Tightrope walking

The trick is to not look down.

The trick is to find that still place deep in your belly,
and hold it firmly,
and let the world move past you.

The trick is to look straight ahead,
to the end of the rope.

The trick is to make nets,
festoon the world with tightly woven webs
so that if you fall, you’ll be caught,
held gently by your own foresight.

The trick is to hang above the void
and sparkle.

The trick is to keep it balanced –
work and life and kids and friends and keeping fit
and what’s for dinner and the school run and facebook
and shopping and sex and cake to take into the office
and ringing your mum and cleaning the bathroom
because you’re so wonderful and so on top of it all.

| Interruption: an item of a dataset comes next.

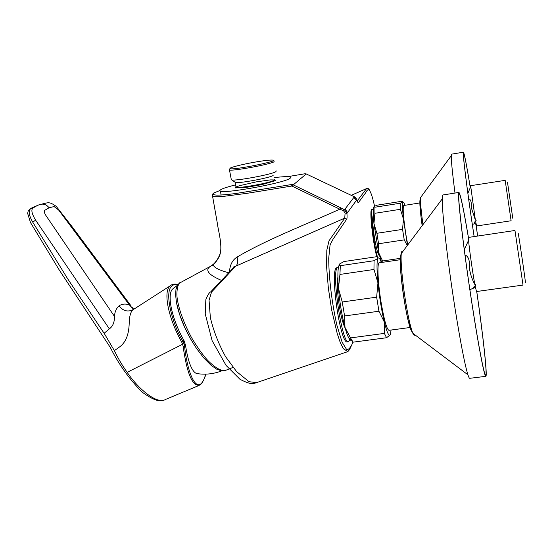 <?xml version="1.0" encoding="UTF-8"?>
<svg xmlns="http://www.w3.org/2000/svg" width="553" height="553" viewBox="0 0 553 553"><rect width="100%" height="100%" fill="white"/><g stroke="black" fill="none" stroke-linecap="round" stroke-linejoin="round"><path stroke-width="0.83" d="M379.42 255.721C378.086 254.843 376.517 249.285 374.692 239.048C372.729 226.46 372.204 218.573 373.123 215.4L373.337 215.179M185.449 344.913L184.674 345.736L183.181 341.291L183.942 340.496L185.449 344.913C188.068 361.883 191.746 371.416 196.481 373.517C205.156 374.906 213.569 374.028 221.725 370.863M34.01 206.919L30.152 209.172C28.293 211.516 29.164 215.864 32.751 222.195L67.867 279.099L104.455 333.798L114.464 350.83C117.886 358.061 122.123 365.229 127.169 372.342C139.971 391.254 158.013 404.381 165.409 399.501L198.617 385.641M127.169 372.342L182.642 344.236L181.757 342.203C168.216 318.106 163.052 291.666 170.027 285.929L132.685 309.97C130.619 312.21 129.478 316.129 129.271 321.735C129.056 329.256 128.241 341.263 118.798 347.478L114.374 350.63M135.056 308.387L132.146 310.129C126.99 312.044 122.655 310.613 119.13 305.823C121.985 303.88 125.379 303.556 129.312 304.841L133.494 309.258M43.231 204.022L41.952 204.188M38.337 205.073L39.346 204.686C43.203 203.359 46.445 204.389 49.065 207.776L54.09 206.552L58.639 210.009L129.312 304.841M181.757 342.203L183.043 341.436L184.004 343.655L182.642 344.236L183.112 346.316C186.997 373.98 192.596 386.9 199.91 385.075M119.13 305.823C116.365 308.208 114.796 311.726 114.443 316.378C114.595 322.143 112.902 326.305 109.356 328.869L104.116 333.3M32.751 222.195L35.599 220.115L109.356 328.869M30.152 209.172L32.904 208.039C30.947 209.898 31.846 213.921 35.599 220.115M32.904 208.039L37.639 205.329M205.751 374.146C204.458 378.383 203.207 381.231 201.99 382.683L201.651 383.505M49.065 207.776L44.662 210.375C43.929 211.287 44.316 212.946 45.823 215.359L114.443 316.378M184.004 343.655L184.502 345.922L183.112 346.316M197.621 373.69L196.481 373.517M183.942 340.496C172.08 319.427 166.93 296.007 172.19 289.433L174.485 287.47M176.435 302.456C179.545 317.788 186.444 333.411 197.117 349.316M381.376 262.495L380.284 259.841C379.365 257.995 378.618 257.477 378.038 258.292L376.842 256.675L343.952 261.548L339.625 263.968L339.611 265.26L340.337 265.689L374.042 260.719L378.038 258.292C376.704 260.802 376.676 268.993 377.955 282.86L373.973 269.47L339.929 274.433L338.471 288.514L342.245 301.986L376.648 297.155L377.955 282.86C379.434 297.244 381.556 310.309 384.328 322.04L378.943 311.228L344.581 315.957L344.968 327.376L350.519 337.911L384.376 333.397L384.328 322.04C387.065 332.885 389.077 337.005 390.377 334.399L391.082 330.037M390.059 334.966L386.568 337.738L353.07 342.169L350.519 337.911M384.376 333.397L386.568 337.738M376.648 297.155L378.943 311.228M374.042 260.719L373.973 269.47M342.245 301.986L344.581 315.957M340.337 265.689L339.929 274.433M339.507 264.12L338.56 266.664C337.689 271.046 337.662 278.332 338.471 288.514C339.749 302.816 341.92 315.77 344.968 327.376C346.268 332.118 347.512 335.616 348.708 337.855C349.835 339.922 350.796 340.703 351.604 340.185M410.236 327.473L388.973 330.314C386.9 329.553 384.383 320.927 381.432 304.426C377.899 284.021 376.863 262.433 379.268 262.799L400.462 259.689M468.453 237.894C463.711 209.767 460.601 194.967 459.114 193.481C456.868 191.283 463.449 248.76 472.269 305.436C478.691 347.104 484.421 376.323 485.686 375.266C487.449 375.307 483.011 335.222 476.727 291.5M468.46 237.714C463.635 209.055 460.469 193.958 458.955 192.43C456.681 190.191 463.338 248.338 472.269 305.705C478.767 347.865 484.552 377.402 485.831 376.33C487.622 376.365 483.122 335.733 476.762 291.5M458.955 192.43L443.022 194.953C442.594 195.022 442.352 196.322 442.289 198.838C441.778 210.534 447.564 261.286 454.981 308.062C460.469 342.355 464.783 364.6 467.921 374.796C468.702 377.201 469.303 378.37 469.739 378.307L485.831 376.33M474.149 287.899L473.416 287.442L475.082 285.783L476.492 291.535L523.014 285.078L514.967 230.477L468.543 237.41L468.564 240.251C469.096 247.723 472.642 272.691 474.84 284.498C471.82 278.954 469.96 273.099 469.255 266.926C470.064 259.295 467.651 255.915 464.997 255.002M518.099 233.262L518.175 233.09C519.156 237.396 526.746 289.627 525.212 281.505M475.082 285.783C476.32 285.078 476.244 284.65 474.84 284.498M345.12 327.95C343.268 324.542 341.484 318.148 339.777 308.754C337.378 294.051 336.749 283.502 337.89 277.108M338.381 267.645L338.021 267.631C330.597 266.346 341.768 345.024 348.563 341.74L350.208 338.989M348.563 341.74L347.464 341.885C340.136 345.252 329.166 266.574 337.081 267.77L338.021 267.631M357.252 200.843L366.563 188.58C367.475 187.799 368.526 188.407 369.708 190.412M356.388 200.435L353.913 197.359L345.072 209.02L347.567 212.532L356.913 199.688C357.556 202.011 358.047 202.999 358.392 202.654L365.651 192.79C367.697 189.085 369.846 184.951 374.561 206.179M210.831 266.366L209.11 267.313L213.486 264.182M178.875 283.433L213.251 264.846C213.755 267.389 218.808 270.023 228.41 272.74M373.33 209.974L371.796 209.601C369.231 208.73 372.508 240.603 376.766 256.689M347.567 212.532L346.931 213.382C347.173 216.527 347.097 218.463 346.71 219.175L333.03 239.221L330.079 244.82L328.724 258.216C328.752 277.233 332 303.915 336.991 325.544L342.113 342.183L346.842 349.89C349.275 349.199 351.307 346.586 352.938 342.051M354.279 196.688L356.837 199.412M306.244 173.946L350.65 195.05L306.231 173.939L305.007 173.753M354.307 196.688L350.657 195.043M220.571 251.981C219.334 256.578 217.073 260.546 213.797 263.871L215.255 262.862M179.974 282.611C178.135 283.378 176.061 291.085 177.25 298.834C178.875 309.279 183.264 321.5 190.419 335.491C192.693 340.116 201.43 353.671 207.617 360.273C216.05 368.747 222.417 371.962 226.723 369.916L228.977 369.017M221.193 280.274C209.615 275.283 205.55 270.998 208.993 267.41M345.072 209.02L344.512 209.732L346.931 213.382L345.086 213.029L344.761 218.117L328.987 240.838L326.809 250.219L326.588 266.733L328.344 288.099L331.71 310.15L337.206 333.494L340.143 342.189L343.213 348.625L347.872 351.597L349.593 349.565L353.028 342.134M306.244 173.932L291.88 186.029L291.604 184.529L292.959 184.73L340.62 207.748L339.846 209.2L291.88 186.029L247.115 193.308L223.246 196.412C217.799 196.833 214.246 196.792 212.58 196.274L212.248 194.946M213.797 263.871L213.251 264.846C217.419 260.47 219.831 256.322 220.488 252.403C222.099 243.106 217.751 228.036 217.592 224.718L212.58 196.274C211.695 195.624 212.082 194.538 213.741 193.018L219.762 190.571M229.488 271.647C229.979 264.749 232.516 259.889 237.092 257.055C265.979 239.961 304.8 224.919 339.846 209.2L343.572 210.783L345.086 213.029M287.857 176.635L304.966 173.76L287.83 176.635M346.71 219.175L344.761 218.117L235.633 266.214L211.536 292.081L209.055 300.286L210.354 317.595C213.534 330.943 218.594 343.952 225.527 356.602L236.615 371.63L249.016 381.688L256.571 382.628L347.878 351.597M340.62 207.748L344.512 209.732L343.572 210.783M232.481 269.38L234.375 266.753L235.633 266.214C237.831 264.382 238.315 261.327 237.092 257.055M291.604 184.529L235.896 193.488C226.371 194.725 219.755 195.25 216.057 195.071C212.746 194.691 212.055 193.985 214.004 192.942M372.591 209.476C369.798 208.619 373.04 241.004 377.416 256.91M507.454 182.075L512.776 218.269M474.585 222.887L474.82 223.488L474.322 222.576L475.525 220.972L476.596 225.977L511.103 220.765L505.179 180.361L470.624 185.684L475.345 219.956L471.287 207.638C471.64 202.17 470.748 199.211 468.612 198.755M475.525 220.972C476.437 220.405 476.382 220.066 475.345 219.956M470.292 187.626C466.697 165.672 464.451 154.128 463.566 152.981C462.322 151.64 467.257 191.525 473.492 232.225L474.156 236.566M477.633 236.048L475.974 224.553M470.306 187.585C466.642 165.181 464.354 153.381 463.449 152.193C462.19 150.831 467.174 191.186 473.492 232.371L474.135 236.573M477.647 236.048L476.002 224.58M463.449 152.193L451.545 154.163L451.248 155.725C451.179 160.681 452.43 173.13 454.995 193.059M419.934 202.937L403.725 205.481C402.584 207.804 403.337 217.675 405.985 235.108L407.775 244.882M407.278 245.546L404.236 239.884L378.584 243.749L378.66 252.693L382.621 260.961L400.538 258.32M402.563 229.371L403.441 218.995L400.379 209.304L374.913 213.292L373.946 223.557L376.897 233.29L402.563 229.371L404.236 239.884M400.234 203.228L402.985 201.935L401.844 201.278L377.028 205.198L374.084 206.504L374.098 206.967L374.955 207.216L400.234 203.228L400.379 209.304M404.907 205.301L403.897 202.605L402.985 201.935C402.238 203.283 402.39 208.965 403.441 218.995L407.471 245.297M374.001 206.601L373.607 207.638C373.075 210.313 373.185 215.622 373.946 223.557L378.66 252.693L381.681 262.447M374.955 207.216L374.913 213.292M376.897 233.29L378.584 243.749M382.621 260.961L383.07 262.246M257.822 161.642C243.776 163.888 227.926 167.842 230.117 168.617C232.571 170.497 281.394 160.681 272.677 160.08C270.348 159.907 265.392 160.432 257.822 161.642M229.723 169.204L229.481 169.999C232.495 171.257 268.813 164.642 273.839 161.911L274.281 161.006M231.237 179.213L231.776 179.96C236.477 180.997 270.887 174.624 275.65 171.824L276.348 170.939M235.917 186.61L235.129 182.449L235.495 182.525C239.594 183.451 268.993 178.011 273.134 175.55M236.096 186.955L239.428 185.725L256.129 181.889L270.12 179.919C274.599 179.829 276.196 180.133 274.91 180.824L262.253 184.522L246.196 187.405L235.295 187.916L235.785 187.114M235.585 184.854C223.371 187.972 218.311 190.073 220.391 191.172C225.078 193.764 282.479 183.34 289.751 178.557L290.919 177.582L290.29 176.932C288.085 176.359 282.68 176.601 274.06 177.665M183.181 341.291L183.043 341.436C172.418 325.724 159.872 280.883 177.672 284.885M201.99 382.683C195.527 391.075 187.446 372.715 184.502 345.922L184.674 345.736M402.854 251.456C402.107 250.606 401.596 251.29 401.312 253.516C400.393 259.924 402.425 282.479 405.847 302.92C408.397 317.982 410.72 328.088 412.815 333.217C413.706 335.256 414.391 335.768 414.861 334.765M400.877 255.327C399.19 257.705 400.932 280.827 404.54 302.256C407.409 318.991 409.849 328.759 411.861 331.551M358.392 202.654L357.535 201.651M350.643 195.05L354.369 196.73L353.913 197.359M213.389 193.239L219.769 190.55M421.22 196.654L420.591 197.511C420.259 201.603 421.047 210.638 422.962 224.629M420.086 199.592C419.437 202.198 420.121 210.907 422.146 225.714M235.993 187.032L235.592 187.64L236.034 187.232C238.689 188.614 269.698 183.002 274.012 180.347L274.385 179.421M131.206 306.113L72.374 227.062L56.316 206.435C48.74 201.14 48.775 202.585 39.346 204.686L32.779 207.423C31.141 208.184 29.613 209.352 28.21 210.921L27.65 213.43L30.512 222.596L59.261 270.023L110.379 347.561C118.632 364.178 129.236 379.054 142.19 392.195C150.402 398.063 156.52 400.932 160.543 400.807L164.193 400.026M133.632 309.162L132.001 307.205M201.921 383.146C204.009 379.565 205.308 376.565 205.806 374.146M177.893 284.56C174.72 283.641 172.094 284.097 170.027 285.929M201.631 383.526L199.937 385.054M172.197 289.426L177.409 285.307M348.708 337.855L351.473 339.95M338.56 266.664L339.611 265.26M442.289 198.838L401.312 253.516C400.856 253.633 400.559 256.869 400.434 263.221C400.289 267.5 401.9 286.288 404.706 302.615C406.925 316.993 409.628 327.196 412.815 333.217L467.921 374.796M473.949 286.8L475.691 288.825M464.306 249.769L468.564 240.251M474.142 287.899L469.884 289.661M351.259 195.327L366.577 188.573M229.709 368.727L233.02 367.413M225.672 370.372L221.559 370.842L216.783 369.224L211.142 365.353L203.608 357.77L196.467 348.369L190.709 339.12L184.661 327.314L179.69 314.781L176.462 302.588L175.598 294.825L175.965 289.475L177.361 285.389L180.098 282.514M354.355 196.709L356.263 198.264M232.495 269.366L233.815 266.829L234.375 266.746M306.238 173.932L304.98 173.753M255.465 383.001L254.173 383.381C251.947 384.363 247.226 383.015 240.009 379.337L226.059 365.409L212.117 340.669L205.239 313.876L205.834 299.678C207.645 295.088 209.241 292.509 210.631 291.943L234.949 266.187M474.82 223.488L472.331 224.553M467.873 193.35L470.631 186.817M474.322 222.576L476.278 224.912M422.181 225.659C420.868 216.458 420.121 208.979 419.941 203.207C420.004 199.543 420.218 197.642 420.591 197.511L451.248 155.725M373.607 207.638L374.098 206.967M230.117 168.617L229.239 169.916M229.481 169.999L231.361 179.877M235.495 182.525L231.776 179.96M220.391 191.172L221.131 195.009"/></g></svg>

The trick is not to mind the pain.

The trick is to hold out your arms.

The trick is to hang suspended and smile
your brightest smile.

The trick is



I’m the ringmaster at dVerse tonight, where we are writing poems on a circus theme. Do come and join us!

35 thoughts on “Tightrope walking

  1. This is a terrific poem–you are woman & we can hear you roar. It is a performance piece. I read it aloud and it works well; nice job. Thanks for hosting.


  2. I took the ‘sequin’ solution to be ironical. On the lines of give her a bit of glamour and she’ll shut up, what she wants is a night out from time to time and she won’t mind the rest. I might be completely wrong…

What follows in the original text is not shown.